Ive used hammerite smooth in the past and it's the best stuff i reckon


----------



## davethefish (May 21, 2011)

MadOnVaux! said:


> Ive used hammerite smooth in the past and it's the best stuff i reckon


+1
mixed smooth silver and black to get a nice metallic grey.
did the disk centres as well that had started to rust.

i bought a set of 19" 403M alloys to replace my 17" stock rims.

i was just going to do a straight swap until i saw the state of the hub, on the first wheel i went to change...:doublesho

so i decided to clean that up and use some copper grease to help prevent the rust from penetrating through the centre cap as has happened on some 403M's.

the calipers were also looking a bit corroded, (the one in the pic was actually the best of the bunch and not that bad, but i had already painted them before thinking about taking pictures of them) 
the front calipers were pretty nasty looking.
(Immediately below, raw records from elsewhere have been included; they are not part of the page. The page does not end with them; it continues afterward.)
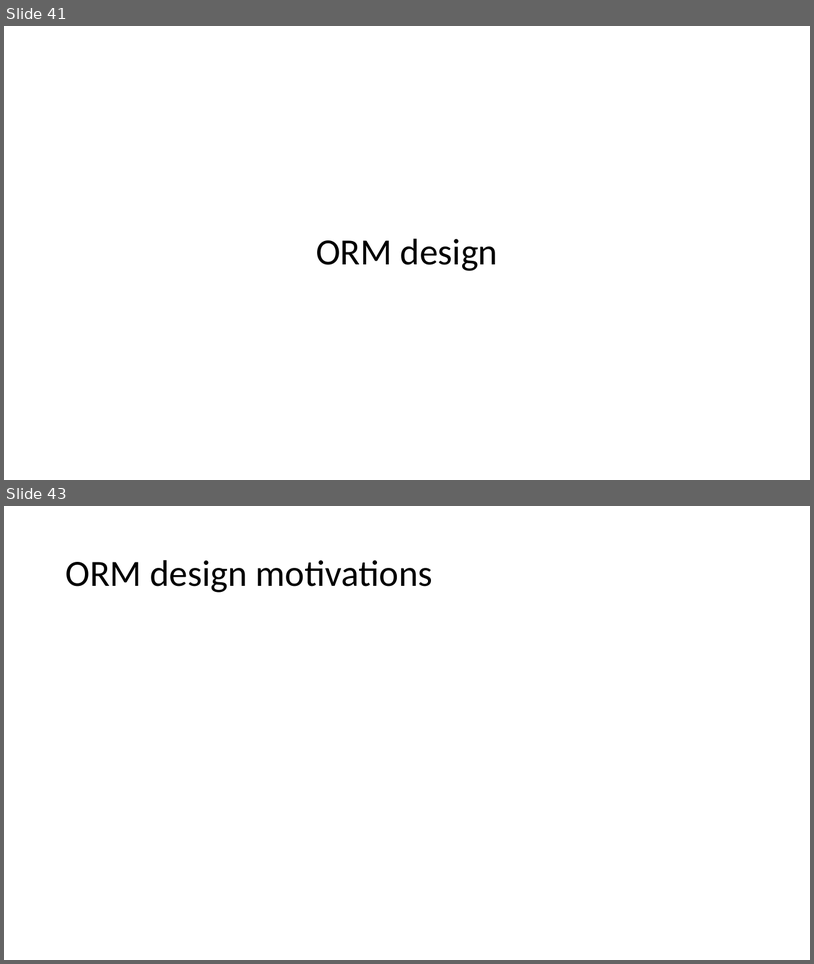
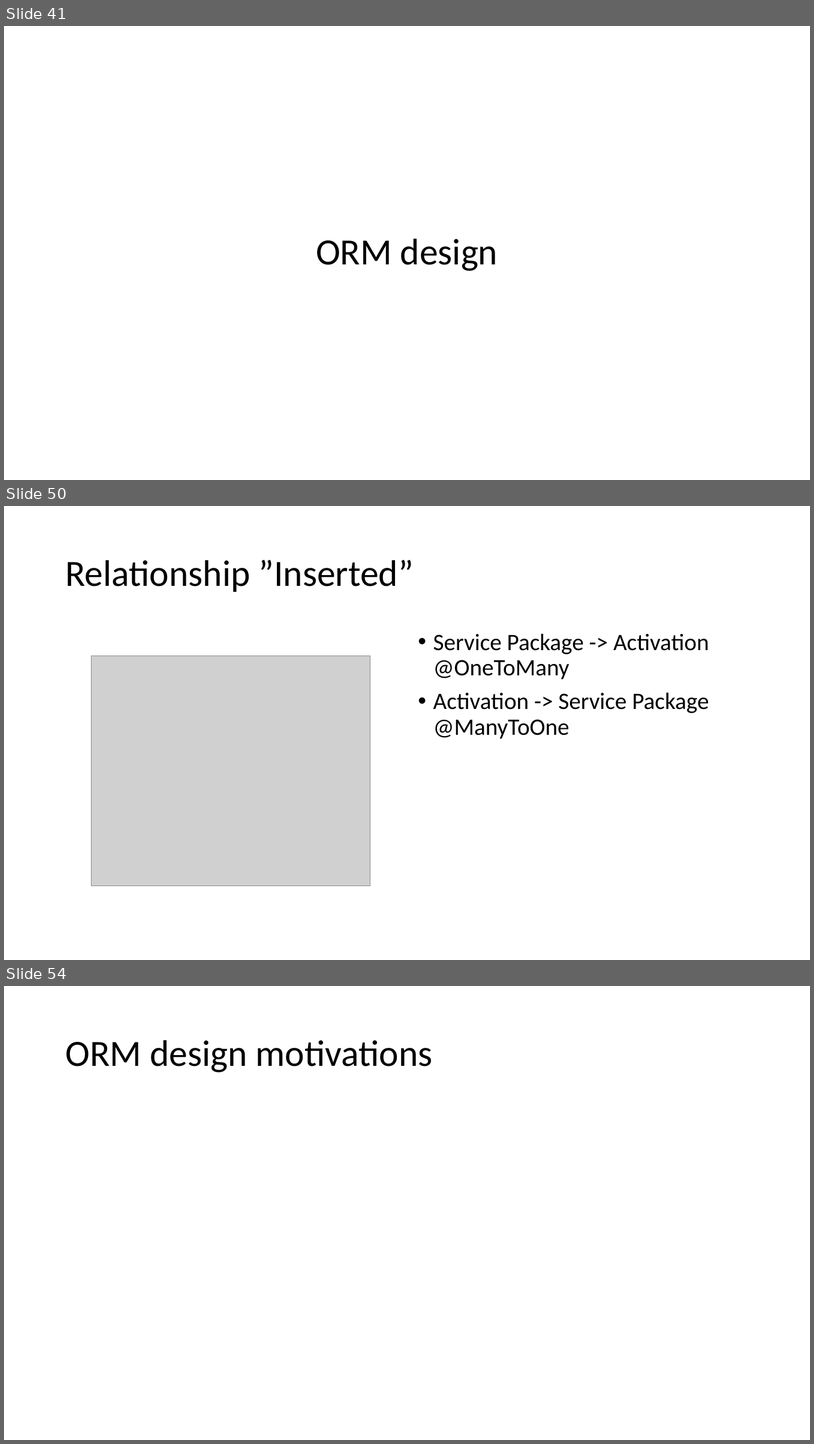
Before and after one commit to matteovisotto/DB2-SirianiVisotto, a slide deck: Documentation.pptx. Shown one above the other, each under a label of ours: slides 41 and 43 before the commit, slides 41, 50 and 54 after it; the slides between them are not shown. The pictures are 814x964 and 814x1444 pixels, drawn with LibreOffice and Linux fonts; fonts in the diff are those of the drawing; grey boxes stand for pictures. Boxes give left, top, right and bottom in pixels: in the first picture for what was removed or moved away, otherwise in the second. Text is boxed around its words. In the diff, an @@ line names an element or a change of style, - is before the commit and + after.

```diff
--- a/Documentation.pptx
+++ b/Documentation.pptx
@@ slide 50 added at bbox=[4, 506, 810, 960], background #FFFFFF @@
@@ title added at bbox=[65, 559, 413, 592], 44 pt, text #000000 @@
+Relationship ”Inserted”
@@ text added at bbox=[434, 633, 710, 739], 28 pt, text #000000 @@
+• Service Package -> Activation @OneToMany
+• Activation -> Service Package @ManyToOne
@@ picture added at bbox=[91, 655, 370, 885] @@
@@ what was slide 43 is now slide 54 @@
```
Also in this commit, not shown: 4 slides changed, 16 other slides added, 1 slide removed, 2 other files.
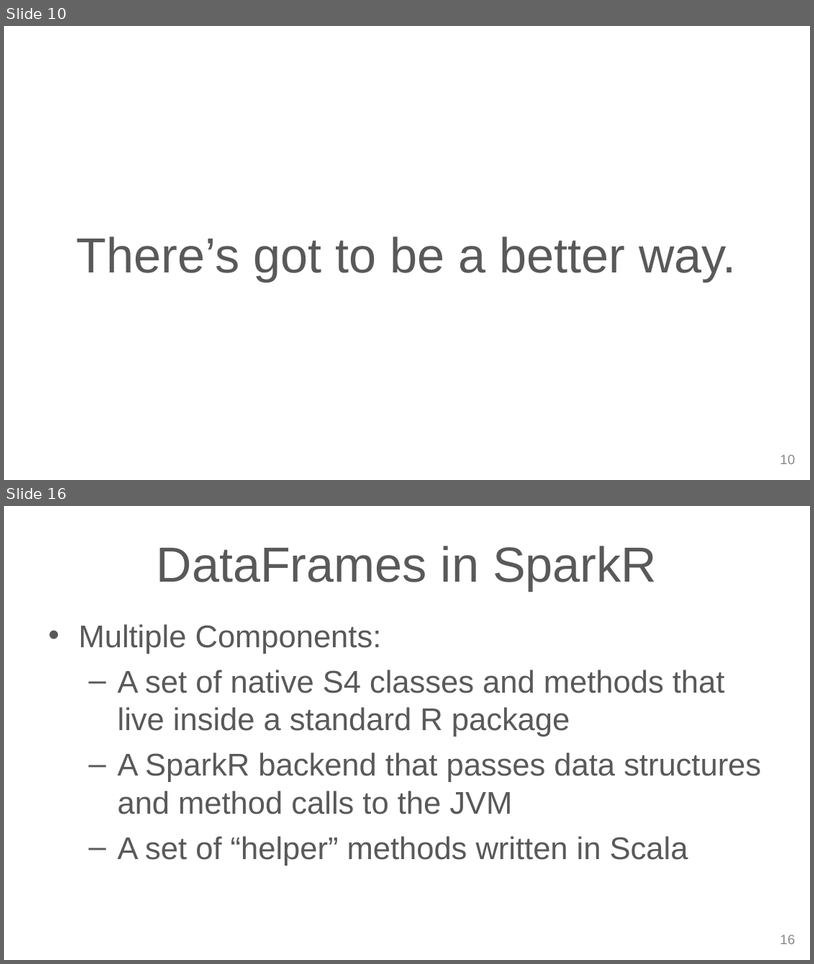
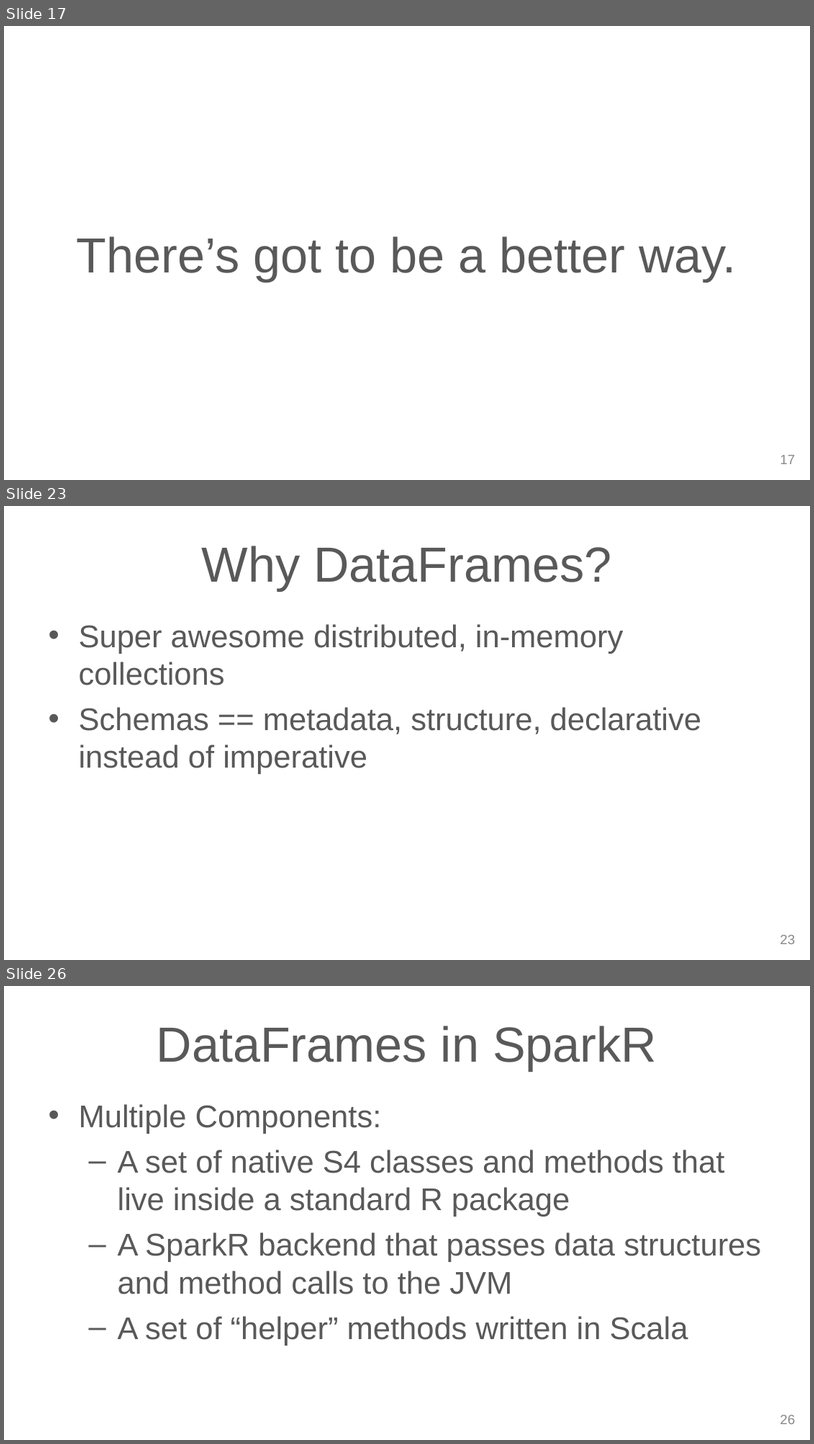
Before and after one commit to cafreeman/SparkR_DataFrame_Demo, a slide deck: SS_DataFrame_Slides.pptx. Shown one above the other, each under a label of ours: slides 10 and 16 before the commit, slides 17, 23 and 26 after it; the slides between them are not shown. The pictures are 814x964 and 814x1444 pixels, drawn with LibreOffice and Linux fonts; fonts in the diff are those of the drawing; background and template pictures are left out. Boxes give left, top, right and bottom in pixels: in the first picture for what was removed or moved away, otherwise in the second. Text is boxed around its words. In the diff, an @@ line names an element or a change of style, - is before the commit and + after.

```diff
--- a/SS_DataFrame_Slides.pptx
+++ b/SS_DataFrame_Slides.pptx
@@ slide 23 added at (4, 506, 810, 960), background picture (left out) @@
@@ title added at (201, 546, 612, 590), 44 pt, text #595959 @@
+Why DataFrames?
@@ text added at (79, 624, 702, 774), 28 pt, text #595959 @@
+• Super awesome distributed, in-memory collections
+• Schemas == metadata, structure, declarative instead of imperative
@@ page number added at (780, 934, 795, 944), 12 pt, text #888888 @@
+23
@@ what was slide 10 is now slide 17 @@
@@ page number at (780, 454, 795, 464): text changed @@
-10
+17
@@ what was slide 16 is now slide 26 @@
@@ page number at (780, 1414, 795, 1424): text changed @@
-16
+26
```
Also in this commit, not shown: 17 slides changed, 10 other slides added, 1 other file.
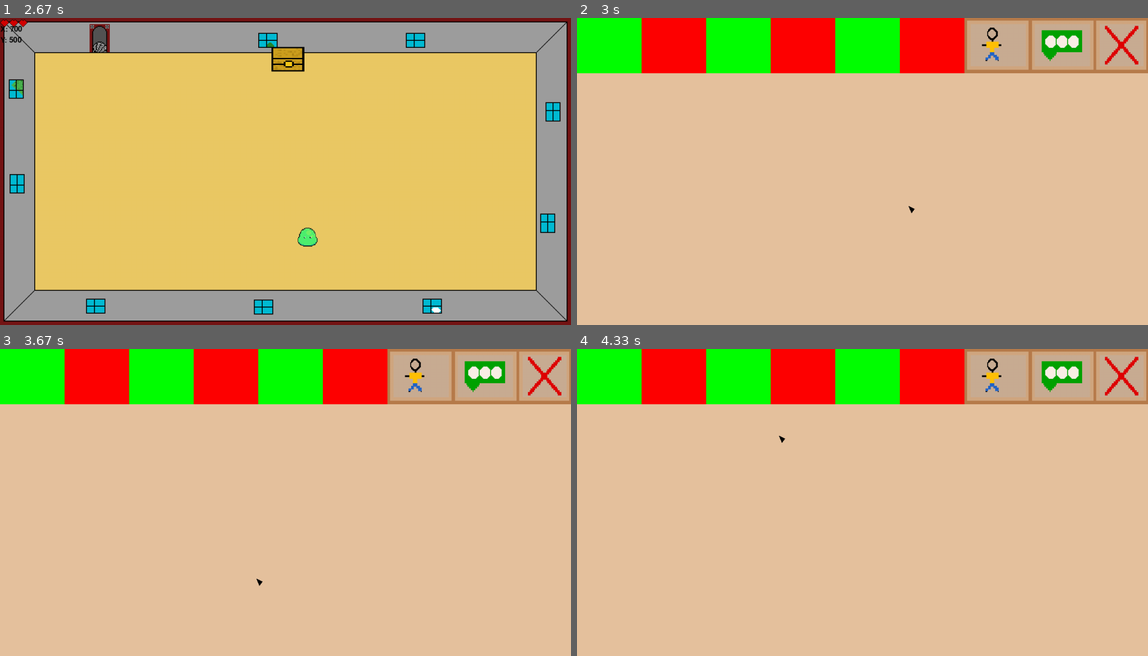
Above: before the commit, frames 1-4 (two rows, left to right).
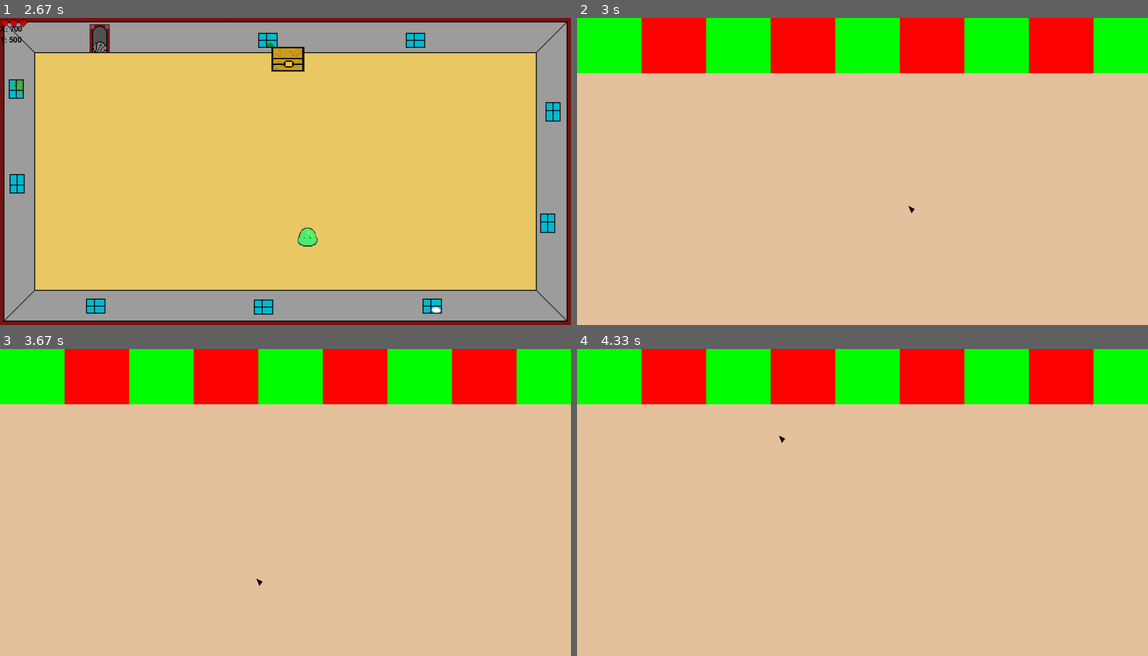
Above: after the commit, the same moments.

Repository: Judthdudeee13/Galaxy_of_the_Gods
Game: pygame game, started from boy_code.py
Same seed, same stepped clock (60 frames per second), same inputs: the game is played once before the commit and once after it.
Inputs (mouse positions are in pixels of both pictures, inside the frame that each line leads up to):
- Up to frame 1 (2.67 s): hold D 0.33-0.8 s; move the mouse to (262, 183) at 0.37 s; hold W 0.83-1.13 s; move the mouse to (468, 162) at 0.87 s; click "NEW_GAME" at 1.22 s; hold D 1.5-1.97 s; move the mouse to (342, 239) at 1.53 s; hold A 2-2.53 s; move the mouse to (108, 242) at 2.03 s; click "YES" at 2.62 s
- Up to frame 2 (3 s): tap Q at 2.9 s
- Up to frame 3 (3.67 s): click (296, 398) at 3.28 s; click (256, 582) at 3.62 s
- Up to frame 4 (4.33 s): click (845, 450) at 3.95 s; click (782, 438) at 4.28 s

Frame 1 is identical in both runs. In frame 2, 5.8% of the frame differs, in the area x 67-100%, y 0-18%; in frame 3, 5.8%; in frame 4, 5.8%.

Commit message:
added background hgitboxes

Diff:
--- a/information_screens.py
+++ b/information_screens.py
@@ -78,6 +78,9 @@
         armor_hit_box = pygame.draw.rect(window, RED, (441, 0, 147, 126))
         inventory_hit_box = pygame.draw.rect(window, GREEN, (588, 0, 147, 126))
         map_hit_box = pygame.draw.rect(window, RED, (735, 0, 147, 126))
+        person_hit_box = pygame.draw.rect(window, GREEN, (882, 0, 147, 126))
+        quests_hit_box = pygame.draw.rect(window, RED, (1029, 0, 147, 126))
+        close_hit_box = pygame.draw.rect(window, GREEN, (1176, 0, 147, 126))
 
 
     def load_inventory_background(self):

i bought some hammerite smooth silver, but mixed it about half and half with some smooth black i already had, to make it a bit more of a darker metallic grey colour.
i painted the calipers and hub, but only the visible areas and not any of the mating surfaces.
.
so here are a few before and after shots and the alloys fitted.

Rusty hub









cleaned and copper greased









caliper and rusty hub









hub and caliper painted









with the new wheels on


----------



## turboyamaha (Nov 18, 2010)

I actually used the halfords stuff a couple of years ago and still looks as good as new!


----------



## careless torque (Sep 13, 2014)

I've bought a used car where the previous owner has painted the calipers red but I'd actually like to go back to a normal colour (silver or black).
Do I take the calipers off to paint them, and can i just paint over the red paint?


----------



## Christian6984 (Dec 20, 2007)

Here's some I did on my last car, just used wire brush(if you can find one to put in the drill makes a big time saving, make sure it's rotating so the dust goes away from your eyes) , sandpaper, brake and clutch cleaner spray. 
Paint was hammerite smooth silver and satin black for drums.
http://www.detailingworld.co.uk/forum/showpost.php?p=4449655&postcount=2


----------



## leehob (Jul 9, 2014)

I used hammerite smooth, did two coats and was really pleased with the results.:thumb:


----------



## BigTel (Jan 21, 2011)

G2 is the best I've ever used, but not cheap

http://www.g2usa.com/

Before









After


----------



## jolls (Dec 25, 2012)

Christian6984 said:


> Here's some I did on my last car, just used wire brush(if you can find one to put in the drill makes a big time saving, make sure it's rotating so the dust goes away from your eyes) , sandpaper, brake and clutch cleaner spray.
> Paint was hammerite smooth silver and satin black for drums.
> http://www.detailingworld.co.uk/forum/showpost.php?p=4449655&postcount=2


Nice preparation there and a good looking result. :thumb:


----------



## J4KE45 (Sep 7, 2014)

For a non-permanent solution I used plastidip on mine. Went from boring galvanised metal to a bright blue. Soon to peel it off and change it for yellow when I get new shoes for the car. Some people are concerned about it 'baking' on or melting off. I drive my car like I stole it, and I peeled one caliper the other day with ease. Fantastic stuff.


----------